Deformation probes for light nuclei in their collisions at relativistic energies

We have investigated the performance of anisotropic flows $\langle v_n^2\rangle$, transverse momentum fluctuations $\langle \delta p_T^2\rangle$, and their correlations $\langle v_n^2\delta p_T\rangle$ in central collisions at relativistic energies as probes of deformation parameters ${\beta }_n$ of colliding nuclei, if these nuclei are light nuclei with large ${\beta }_n$ and different configurations of $\alpha$ clusters. The effects from higher-order ${\beta }_n$ terms are illustrated by derived relations based on the overlap of two nuclei with uniform density distributions and by dynamic simulations of collisions of heavy nuclei whose density distributions are of a deformed Woods-Saxon (WS) form.

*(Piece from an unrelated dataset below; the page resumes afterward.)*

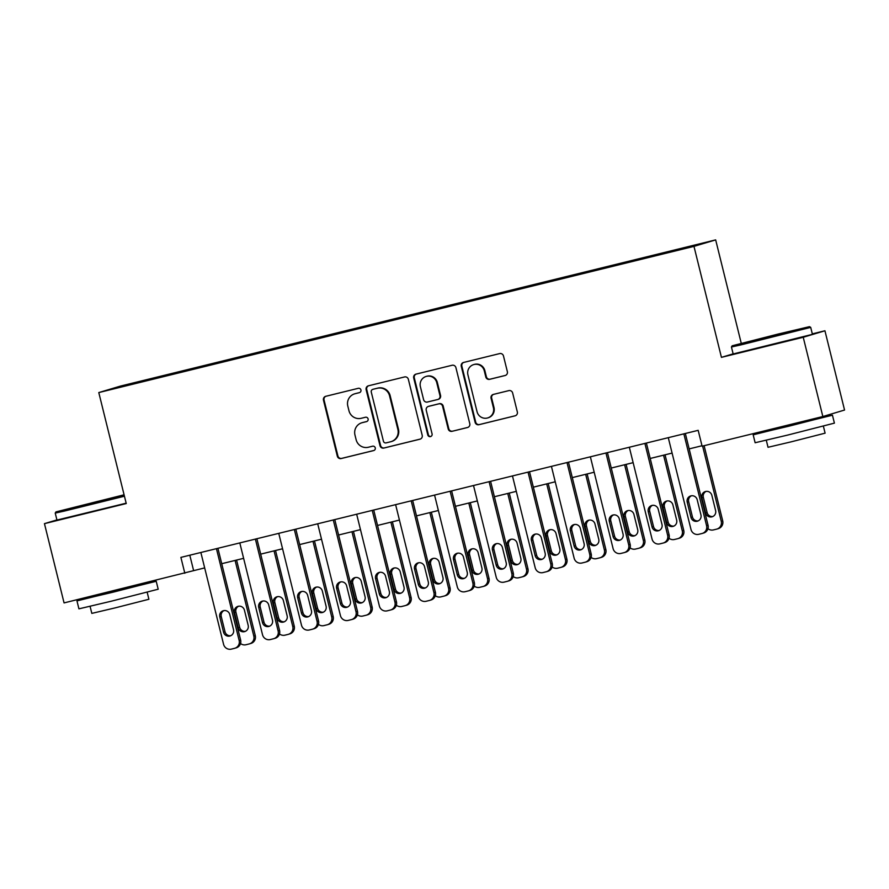 <?xml version="1.0" encoding="UTF-8"?>
<svg xmlns="http://www.w3.org/2000/svg" width="889" height="889" viewBox="0 0 889 889"><rect width="100%" height="100%" fill="white"/><g stroke="black" fill="none" stroke-linecap="round" stroke-linejoin="round"><path stroke-width="1.33" d="M360.934 389.971A2.245 2.2 -106.7 0 0 358.256 388.315L325.763 396.305A3.212 3.145 -106.7 0 0 323.474 400.161L337.331 456.19A3.212 3.145 -106.7 0 0 341.165 458.546L373.658 450.567A2.245 2.2 -106.7 0 0 375.258 447.856A2.245 2.2 -106.7 0 0 372.58 446.211L368.379 447.245A10.257 10.079 -106.7 0 1 356.122 439.688L354.967 435.021A10.257 10.079 -106.7 0 1 362.29 422.653L366.501 421.619A2.245 2.2 -106.7 0 0 368.102 418.919A2.245 2.2 -106.7 0 0 365.423 417.263L361.212 418.297A10.257 10.079 -106.7 0 1 348.966 410.74L347.81 406.073A10.257 10.079 -106.7 0 1 355.133 393.705L359.334 392.671A2.245 2.2 -106.7 0 0 360.934 389.971M689.275 246.453L677.251 249.52L689.275 246.453M505.074 375.536A3.212 3.145 -106.7 0 0 507.363 371.669L503.474 355.956A3.212 3.145 -106.7 0 0 499.651 353.589L463.558 362.456A3.212 3.145 -106.7 0 0 461.269 366.324L475.126 422.342A3.212 3.145 -106.7 0 0 478.96 424.698L515.053 415.83A3.212 3.145 -106.7 0 0 517.342 411.974L512.642 392.982A3.212 3.145 -106.7 0 0 508.808 390.627L493.362 394.416A3.212 3.145 -106.7 0 0 491.072 398.283L493.406 407.695A8.579 8.423 -106.7 0 1 487.683 417.93A8.579 8.423 -106.7 0 1 477.049 411.718L467.914 374.836A8.579 8.423 -106.7 0 1 473.637 364.612A8.579 8.423 -106.7 0 1 484.283 370.813L485.805 376.969A3.212 3.145 -106.7 0 0 489.628 379.325L505.374 375.447M733.136 353.855L721.435 357.356L803.234 337.264L822.847 416.53L844.55 410.04L824.936 330.775L812.313 333.875M721.435 357.356L693.976 246.375L98.79 392.571L120.482 386.082L715.667 239.886L693.976 246.375M56.918 519.909L44.45 523.643L126.249 503.541L98.79 392.571M44.45 523.643L64.064 602.909L204.67 567.904M822.847 416.53L702.099 446.189L698.176 430.332L180.889 557.392L184.823 573.249M408.351 379.314A3.212 3.145 -106.7 0 0 404.517 376.958L368.424 385.815A3.212 3.145 -106.7 0 0 366.135 389.682L380.003 445.7A3.212 3.145 -106.7 0 0 383.837 448.067L419.93 439.199A3.212 3.145 -106.7 0 0 422.208 435.332L408.351 379.314M415.985 374.136L452.079 365.268A3.212 3.145 -106.7 0 1 455.913 367.635L469.781 423.653A3.212 3.145 -106.7 0 1 467.492 427.52L452.045 431.309A3.212 3.145 -106.7 0 1 448.212 428.954L442.589 406.229A3.212 3.145 -106.7 0 0 438.766 403.873L428.509 406.384A3.212 3.145 -106.7 0 0 426.231 410.251L432.076 433.899A2.245 2.2 -106.7 0 1 430.576 436.577A2.245 2.2 -106.7 0 1 427.798 434.954L413.707 378.003A3.212 3.145 -106.7 0 1 415.985 374.136M136.828 382.348L155.331 377.681L136.828 382.348M159.731 377.447L642.225 258.943L696.876 244.842L658.349 254.121L172.233 373.524L168.688 374.58L168.721 375.247M159.653 377.28L117.581 387.615L126.616 384.915L168.688 374.58M803.234 337.264L824.936 330.775M741.259 343.31L715.667 239.886M221.728 563.704L243.619 558.336M260.688 554.136L282.569 548.769M299.637 544.579L321.529 539.201M338.587 535.011L360.478 529.633M377.536 525.443L399.428 520.065M416.497 515.876L438.377 510.497M455.446 506.308L477.326 500.929M494.395 496.74L516.287 491.361M533.344 487.172L555.236 481.794M572.305 477.604L594.185 472.226M611.254 468.036L633.135 462.658M650.203 458.468L672.095 453.09M689.153 448.901L701.988 445.745M189.802 555.203L193.613 570.616M172.433 374.336L172.233 373.524M359.678 392.56L355.711 393.538A10.257 10.079 -106.7 0 0 355.244 393.66L354.655 393.838M361.823 422.786L362.401 422.608A10.257 10.079 -106.7 0 1 362.879 422.475L366.846 421.508M325.93 396.261A3.212 3.145 -106.7 0 0 324.052 399.994L337.92 456.013A3.212 3.145 -106.7 0 0 341.754 458.368L374.002 450.445M368.602 385.782A3.212 3.145 -106.7 0 0 366.724 389.504L380.592 445.533A3.212 3.145 -106.7 0 0 384.415 447.889L420.341 439.066M372.869 389.349A2.245 2.2 -106.7 0 0 371.269 392.06L383.437 441.233A2.245 2.2 -106.7 0 0 386.115 442.878L390.549 441.789A10.257 10.079 -106.7 0 0 397.872 429.431L389.56 395.816A10.257 10.079 -106.7 0 0 377.303 388.26L373.458 389.171A2.245 2.2 -106.7 0 0 373.247 389.238M391.027 441.666L391.616 441.489A10.257 10.079 -106.7 0 0 398.461 429.254L397.872 429.431M373.458 389.171L377.892 388.082A10.257 10.079 -106.7 0 1 390.149 395.638L398.461 429.254M467.903 427.387L452.045 431.309M428.365 406.429L428.954 406.251A3.212 3.145 -106.7 0 1 429.098 406.206L439.344 403.695A3.212 3.145 -106.7 0 1 443.178 406.051L448.801 428.776A3.212 3.145 -106.7 0 0 452.623 431.132M416.163 374.091A3.212 3.145 -106.7 0 0 414.285 377.825L428.387 434.777A2.245 2.2 -106.7 0 0 430.865 436.477M436.755 382.659A8.579 8.423 -106.7 0 0 426.12 376.447A8.579 8.423 -106.7 0 0 420.386 386.671L423.608 399.672A3.212 3.145 -106.7 0 0 427.431 402.028L437.688 399.517A3.212 3.145 -106.7 0 0 439.966 395.649L436.755 382.659L437.344 382.481A8.579 8.423 -106.7 0 0 426.698 376.269L426.12 376.447M438.266 399.339A3.212 3.145 -106.7 0 0 440.555 395.472L439.966 395.649M437.344 382.481L440.555 395.472M473.637 364.612L474.226 364.434A8.579 8.423 -106.7 0 1 484.872 370.646L486.383 376.792A3.212 3.145 -106.7 0 0 490.217 379.147L505.485 375.402M487.683 417.93L488.272 417.752A8.579 8.423 -106.7 0 0 493.995 407.518L493.406 407.695M493.539 394.383A3.212 3.145 -106.7 0 0 491.661 398.105L493.995 407.518M463.725 362.412A3.212 3.145 -106.7 0 0 461.847 366.146L475.715 422.164A3.212 3.145 -106.7 0 0 479.549 424.52L515.464 415.708M235.096 560.426L253.821 636.091L255.287 635.646A6.534 6.412 73.3 0 1 250.92 643.436L249.453 643.88A6.534 6.412 -106.7 0 0 253.821 636.091M236.574 560.059L255.287 635.646M238.685 606.198A5.223 5.134 -106.7 0 0 235.918 612.154L239.686 627.378A5.223 5.134 -106.7 0 0 245.42 631.323M248.187 625.367L244.419 610.143A5.223 5.134 -106.7 0 0 237.941 606.365A5.223 5.134 -106.7 0 0 234.452 612.588L238.219 627.812A5.223 5.134 -106.7 0 0 244.697 631.59A5.223 5.134 -106.7 0 0 248.187 625.367M240.541 643.514A6.534 6.412 -106.7 0 0 246.042 644.725L249.153 643.958A6.534 6.412 -106.7 0 0 249.453 643.88M216.438 548.669L239.152 640.469A6.534 6.412 -106.7 0 1 234.496 648.348L231.373 649.114A6.534 6.412 -106.7 0 1 223.572 644.303L200.858 552.491M234.796 648.259L236.263 647.825A6.534 6.412 73.3 0 0 240.619 640.036L217.916 548.302M233.529 629.745A5.223 5.134 73.3 0 1 230.04 635.979A5.223 5.134 73.3 0 1 223.55 632.201L219.783 616.977A5.223 5.134 73.3 0 1 223.272 610.743A5.223 5.134 73.3 0 1 229.762 614.532L233.529 629.745M230.751 635.702A5.223 5.134 73.3 0 1 225.017 631.757L221.25 616.544A5.223 5.134 73.3 0 1 224.028 610.587M274.045 550.858L292.77 626.523L294.237 626.078A6.534 6.412 73.3 0 1 289.87 633.868L288.403 634.313A6.534 6.412 -106.7 0 0 292.77 626.523M275.523 550.491L294.237 626.078M277.635 596.63A5.223 5.134 -106.7 0 0 274.868 602.586L278.635 617.811A5.223 5.134 -106.7 0 0 284.369 621.755M287.136 615.799L283.369 600.575A5.223 5.134 -106.7 0 0 276.89 596.797A5.223 5.134 -106.7 0 0 273.401 603.031L277.168 618.244A5.223 5.134 -106.7 0 0 283.647 622.022A5.223 5.134 -106.7 0 0 287.136 615.799M279.49 633.946A6.534 6.412 -106.7 0 0 284.991 635.157L288.103 634.39A6.534 6.412 -106.7 0 0 288.403 634.313M312.995 541.29L331.719 616.955L333.186 616.51A6.534 6.412 73.3 0 1 328.83 624.3L327.363 624.745A6.534 6.412 -106.7 0 0 331.719 616.955M314.484 540.923L333.186 616.51M316.595 587.062A5.223 5.134 -106.7 0 0 313.817 593.019L317.584 608.243A5.223 5.134 -106.7 0 0 323.318 612.188M326.085 606.231L322.329 591.007A5.223 5.134 -106.7 0 0 315.839 587.229A5.223 5.134 -106.7 0 0 312.35 593.463L316.117 608.676A5.223 5.134 -106.7 0 0 322.607 612.465A5.223 5.134 -106.7 0 0 326.085 606.231M318.451 624.378A6.534 6.412 -106.7 0 0 323.94 625.589L327.052 624.823A6.534 6.412 -106.7 0 0 327.363 624.745M351.944 531.722L370.669 607.387L372.135 606.943A6.534 6.412 73.3 0 1 367.779 614.732L366.312 615.177A6.534 6.412 -106.7 0 0 370.669 607.387M353.433 531.355L372.135 606.943M355.544 577.494A5.223 5.134 -106.7 0 0 352.766 583.451L356.533 598.675A5.223 5.134 -106.7 0 0 362.268 602.62M365.046 596.663L361.278 581.439A5.223 5.134 -106.7 0 0 354.789 577.661A5.223 5.134 -106.7 0 0 351.299 583.895L355.067 599.108A5.223 5.134 -106.7 0 0 361.556 602.898A5.223 5.134 -106.7 0 0 365.046 596.663M357.4 614.81A6.534 6.412 -106.7 0 0 362.89 616.021L366.012 615.255A6.534 6.412 -106.7 0 0 366.312 615.177M255.387 539.101L278.113 630.901A6.534 6.412 -106.7 0 1 273.445 638.78L270.334 639.547A6.534 6.412 -106.7 0 1 262.522 634.735L239.808 542.923M273.745 638.691L275.212 638.258A6.534 6.412 73.3 0 0 279.568 630.468L256.877 538.734M272.478 620.178A5.223 5.134 73.3 0 1 268.989 626.412A5.223 5.134 73.3 0 1 262.511 622.633L258.743 607.409A5.223 5.134 73.3 0 1 262.233 601.175A5.223 5.134 73.3 0 1 268.711 604.965L272.478 620.178M269.711 626.134A5.223 5.134 73.3 0 1 263.977 622.189L260.21 606.976A5.223 5.134 73.3 0 1 262.977 601.02M294.337 529.533L317.062 621.333A6.534 6.412 -106.7 0 1 312.395 629.212L309.283 629.979A6.534 6.412 -106.7 0 1 301.482 625.167L278.757 533.356M312.695 629.123L314.161 628.69A6.534 6.412 73.3 0 0 318.529 620.9L295.826 529.166M311.428 610.61A5.223 5.134 73.3 0 1 307.938 616.844A5.223 5.134 73.3 0 1 301.46 613.066L297.693 597.841A5.223 5.134 73.3 0 1 301.182 591.607A5.223 5.134 73.3 0 1 307.661 595.397L311.428 610.61M308.661 616.566A5.223 5.134 73.3 0 1 302.927 612.621L299.16 597.408A5.223 5.134 73.3 0 1 301.927 591.452M333.286 519.965L356.011 611.765A6.534 6.412 -106.7 0 1 351.344 619.644L348.232 620.411A6.534 6.412 -106.7 0 1 340.431 615.599L317.706 523.788M351.655 619.566L353.122 619.122A6.534 6.412 73.3 0 0 357.478 611.332L334.775 519.598M350.377 601.042A5.223 5.134 73.3 0 1 346.899 607.276A5.223 5.134 73.3 0 1 340.409 603.498L336.642 588.274A5.223 5.134 73.3 0 1 340.131 582.039A5.223 5.134 73.3 0 1 346.621 585.829L350.377 601.042M347.61 606.998A5.223 5.134 73.3 0 1 341.876 603.053L338.109 587.84A5.223 5.134 73.3 0 1 340.887 581.884M390.904 522.154L409.629 597.819L411.085 597.386A6.534 6.412 73.3 0 1 406.729 605.176L405.262 605.609A6.534 6.412 -106.7 0 0 409.629 597.819M392.382 521.787L411.085 597.386M394.494 567.927A5.223 5.134 -106.7 0 0 391.727 573.883L395.494 589.107A5.223 5.134 -106.7 0 0 401.228 593.052M403.995 587.096L400.228 571.871A5.223 5.134 -106.7 0 0 393.749 568.093A5.223 5.134 -106.7 0 0 390.26 574.327L394.027 589.54A5.223 5.134 -106.7 0 0 400.506 593.33A5.223 5.134 -106.7 0 0 403.995 587.096M396.35 605.242A6.534 6.412 -106.7 0 0 401.85 606.454L404.962 605.687A6.534 6.412 -106.7 0 0 405.262 605.609M372.247 510.397L394.96 602.209A6.534 6.412 -106.7 0 1 390.304 610.076L387.182 610.843A6.534 6.412 -106.7 0 1 379.381 606.031L356.667 514.22M390.604 609.998L392.071 609.554A6.534 6.412 73.3 0 0 396.427 601.764L373.724 510.03M389.338 591.474A5.223 5.134 73.3 0 1 385.848 597.708A5.223 5.134 73.3 0 1 379.359 593.93L375.591 578.706A5.223 5.134 73.3 0 1 379.081 572.472A5.223 5.134 73.3 0 1 385.57 576.261L389.338 591.474M386.559 597.43A5.223 5.134 73.3 0 1 380.825 593.485L377.058 578.272A5.223 5.134 73.3 0 1 379.836 572.316M124.082 494.795L55.94 511.897L124.193 495.251M124.438 496.218L64.386 511.064L55.229 513.086L55.94 511.897M98.201 501.252L75.287 507.108L98.201 501.252M138.084 585.462L156.231 581.295L158.198 589.218L111.225 601.22L78.921 608.843L76.965 600.908L94.956 596.141M156.231 581.295L76.965 600.908M147.163 592.218L148.896 599.264L115.081 607.898L91.823 613.388L90.078 606.342M126.16 503.185L56.952 520.065L55.229 513.086M137.906 584.773L138.162 585.773L112.614 592.296L95.034 596.441L94.767 595.363M777.986 334.086L732.147 345.799L795.699 330.364L809.512 326.652L777.986 334.086M731.436 346.988L733.158 353.966L812.435 334.353L810.701 327.374L740.593 344.976L731.436 346.988L732.147 345.799M774.408 335.164L751.494 341.02L774.408 335.164M814.291 419.375L832.437 415.207L834.404 423.131L787.432 435.132L755.128 442.744L753.172 434.821L771.163 430.043M832.437 415.207L753.172 434.821M823.37 426.131L825.103 433.165L791.288 441.811L768.029 447.289L766.296 440.255M814.124 418.675L814.368 419.675L788.821 426.209L771.241 430.343L770.974 429.276M429.854 512.586L448.578 588.251L450.045 587.818A6.534 6.412 73.3 0 1 445.678 595.608L444.211 596.041A6.534 6.412 -106.7 0 0 448.578 588.251M431.332 512.22L450.045 587.818M433.443 558.359A5.223 5.134 -106.7 0 0 430.676 564.315L434.443 579.539A5.223 5.134 -106.7 0 0 440.177 583.484M442.944 577.528L439.177 562.304A5.223 5.134 -106.7 0 0 432.699 558.525A5.223 5.134 -106.7 0 0 429.209 564.759L432.976 579.972A5.223 5.134 -106.7 0 0 439.455 583.762A5.223 5.134 -106.7 0 0 442.944 577.528M435.299 595.674A6.534 6.412 -106.7 0 0 440.8 596.886L443.911 596.119A6.534 6.412 -106.7 0 0 444.211 596.041M468.803 503.018L487.528 578.683L488.994 578.25A6.534 6.412 73.3 0 1 484.638 586.04L483.172 586.473A6.534 6.412 -106.7 0 0 487.528 578.683M470.292 502.663L488.994 578.25M472.403 548.791A5.223 5.134 -106.7 0 0 469.625 554.747L473.393 569.971A5.223 5.134 -106.7 0 0 479.127 573.916M481.894 567.96L478.138 552.736A5.223 5.134 -106.7 0 0 471.648 548.957A5.223 5.134 -106.7 0 0 468.159 555.192L471.926 570.405A5.223 5.134 -106.7 0 0 478.415 574.194A5.223 5.134 -106.7 0 0 481.894 567.96M474.259 586.107A6.534 6.412 -106.7 0 0 479.749 587.318L482.86 586.551A6.534 6.412 -106.7 0 0 483.172 586.473M507.752 493.451L526.477 569.116L527.944 568.682A6.534 6.412 73.3 0 1 523.588 576.472L522.121 576.905A6.534 6.412 -106.7 0 0 526.477 569.116M509.241 493.095L527.944 568.682M511.353 539.223A5.223 5.134 -106.7 0 0 508.575 545.179L512.342 560.403A5.223 5.134 -106.7 0 0 518.076 564.348M520.854 558.392L517.087 543.168A5.223 5.134 -106.7 0 0 510.597 539.39A5.223 5.134 -106.7 0 0 507.108 545.624L510.875 560.837A5.223 5.134 -106.7 0 0 517.365 564.626A5.223 5.134 -106.7 0 0 520.854 558.392M513.209 576.539A6.534 6.412 -106.7 0 0 518.698 577.75L521.821 576.983A6.534 6.412 -106.7 0 0 522.121 576.905M546.713 483.883L565.437 559.548L566.893 559.114A6.534 6.412 73.3 0 1 562.537 566.904L561.07 567.338A6.534 6.412 -106.7 0 0 565.437 559.548M548.191 483.527L566.893 559.114M550.302 529.655A5.223 5.134 -106.7 0 0 547.535 535.611L551.302 550.836A5.223 5.134 -106.7 0 0 557.036 554.78M559.803 548.824L556.036 533.6A5.223 5.134 -106.7 0 0 549.558 529.822A5.223 5.134 -106.7 0 0 546.068 536.056L549.835 551.269A5.223 5.134 -106.7 0 0 556.314 555.058A5.223 5.134 -106.7 0 0 559.803 548.824M552.158 566.971A6.534 6.412 -106.7 0 0 557.659 568.182L560.77 567.415A6.534 6.412 -106.7 0 0 561.07 567.338M585.662 474.315L604.387 549.98L605.854 549.546A6.534 6.412 73.3 0 1 601.486 557.336L600.019 557.77A6.534 6.412 -106.7 0 0 604.387 549.98M587.14 473.959L605.854 549.546M589.251 520.087A5.223 5.134 -106.7 0 0 586.484 526.044L590.252 541.268A5.223 5.134 -106.7 0 0 595.986 545.213M598.753 539.256L594.985 524.032A5.223 5.134 -106.7 0 0 588.507 520.254A5.223 5.134 -106.7 0 0 585.018 526.488L588.785 541.701A5.223 5.134 -106.7 0 0 595.263 545.49A5.223 5.134 -106.7 0 0 598.753 539.256M591.107 557.403A6.534 6.412 -106.7 0 0 596.608 558.614L599.719 557.848A6.534 6.412 -106.7 0 0 600.019 557.77M411.196 500.829L433.921 592.641A6.534 6.412 -106.7 0 1 429.254 600.508L426.131 601.275A6.534 6.412 -106.7 0 1 418.33 596.463L395.616 504.652M429.554 600.431L431.021 599.986A6.534 6.412 73.3 0 0 435.377 592.196L412.674 500.463M428.287 581.906A5.223 5.134 73.3 0 1 424.798 588.14A5.223 5.134 73.3 0 1 418.319 584.362L414.552 569.138A5.223 5.134 73.3 0 1 418.041 562.904A5.223 5.134 73.3 0 1 424.52 566.693L428.287 581.906M425.52 587.862A5.223 5.134 73.3 0 1 419.786 583.917L416.019 568.704A5.223 5.134 73.3 0 1 418.786 562.748M450.145 491.261L472.87 583.073A6.534 6.412 -106.7 0 1 468.203 590.941L465.091 591.707A6.534 6.412 -106.7 0 1 457.29 586.896L434.565 495.084M468.503 590.863L469.97 590.418A6.534 6.412 73.3 0 0 474.337 582.628L451.634 490.895M467.236 572.338A5.223 5.134 73.3 0 1 463.747 578.572A5.223 5.134 73.3 0 1 457.268 574.794L453.501 559.57A5.223 5.134 73.3 0 1 456.99 553.336A5.223 5.134 73.3 0 1 463.469 557.125L467.236 572.338M464.469 578.294A5.223 5.134 73.3 0 1 458.735 574.35L454.968 559.137A5.223 5.134 73.3 0 1 457.735 553.18M489.094 481.694L511.82 573.505A6.534 6.412 -106.7 0 1 507.152 581.373L504.041 582.139A6.534 6.412 -106.7 0 1 496.24 577.328L473.515 485.516M507.463 581.295L508.93 580.85A6.534 6.412 73.3 0 0 513.286 573.061L490.584 481.327M506.185 562.77A5.223 5.134 73.3 0 1 502.707 569.004A5.223 5.134 73.3 0 1 496.218 565.226L492.45 550.002A5.223 5.134 73.3 0 1 495.94 543.768A5.223 5.134 73.3 0 1 502.429 547.557L506.185 562.77M503.418 568.727A5.223 5.134 73.3 0 1 497.684 564.782L493.917 549.569A5.223 5.134 73.3 0 1 496.695 543.612M528.055 472.126L550.769 563.937A6.534 6.412 -106.7 0 1 546.113 571.805L542.99 572.572A6.534 6.412 -106.7 0 1 535.189 567.76L512.475 475.948M546.413 571.727L547.88 571.283A6.534 6.412 73.3 0 0 552.236 563.493L529.533 471.759M545.146 553.202A5.223 5.134 73.3 0 1 541.657 559.437A5.223 5.134 73.3 0 1 535.167 555.658L531.4 540.434A5.223 5.134 73.3 0 1 534.889 534.2A5.223 5.134 73.3 0 1 541.379 537.989L545.146 553.202M542.368 559.159A5.223 5.134 73.3 0 1 536.634 555.214L532.867 540.001A5.223 5.134 73.3 0 1 535.645 534.045M567.004 462.558L589.729 554.369A6.534 6.412 -106.7 0 1 585.062 562.237L581.939 563.004A6.534 6.412 -106.7 0 1 574.138 558.192L551.424 466.381M585.362 562.159L586.829 561.715A6.534 6.412 73.3 0 0 591.185 553.925L568.482 462.191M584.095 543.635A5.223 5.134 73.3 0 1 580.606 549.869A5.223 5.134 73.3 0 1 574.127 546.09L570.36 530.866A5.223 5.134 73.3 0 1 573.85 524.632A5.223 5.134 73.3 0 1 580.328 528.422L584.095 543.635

While the linear relations between ${\beta }_n^2, \langle v_n^2\rangle$, and $\langle \delta p_T^2\rangle$ and that between ${\beta }_n^3$ and $\langle v_n^2\delta p_T\rangle$ can be violated for extremely large ${\beta }_n$, they are mostly valid for realistic values of ${\beta }_n$, as long as the density distribution of colliding nuclei can be described by a deformed WS form. However, these linear relations are generally not valid with more realistic density distributions of light nuclei with $\alpha$ clusters, and the amount of deviation depends on the detailed $\alpha$-cluster configurations. Care must be taken when one tries to extract the deformation of light nuclei, and specific probes for $\alpha$-cluster structures in these nuclei are very much needed.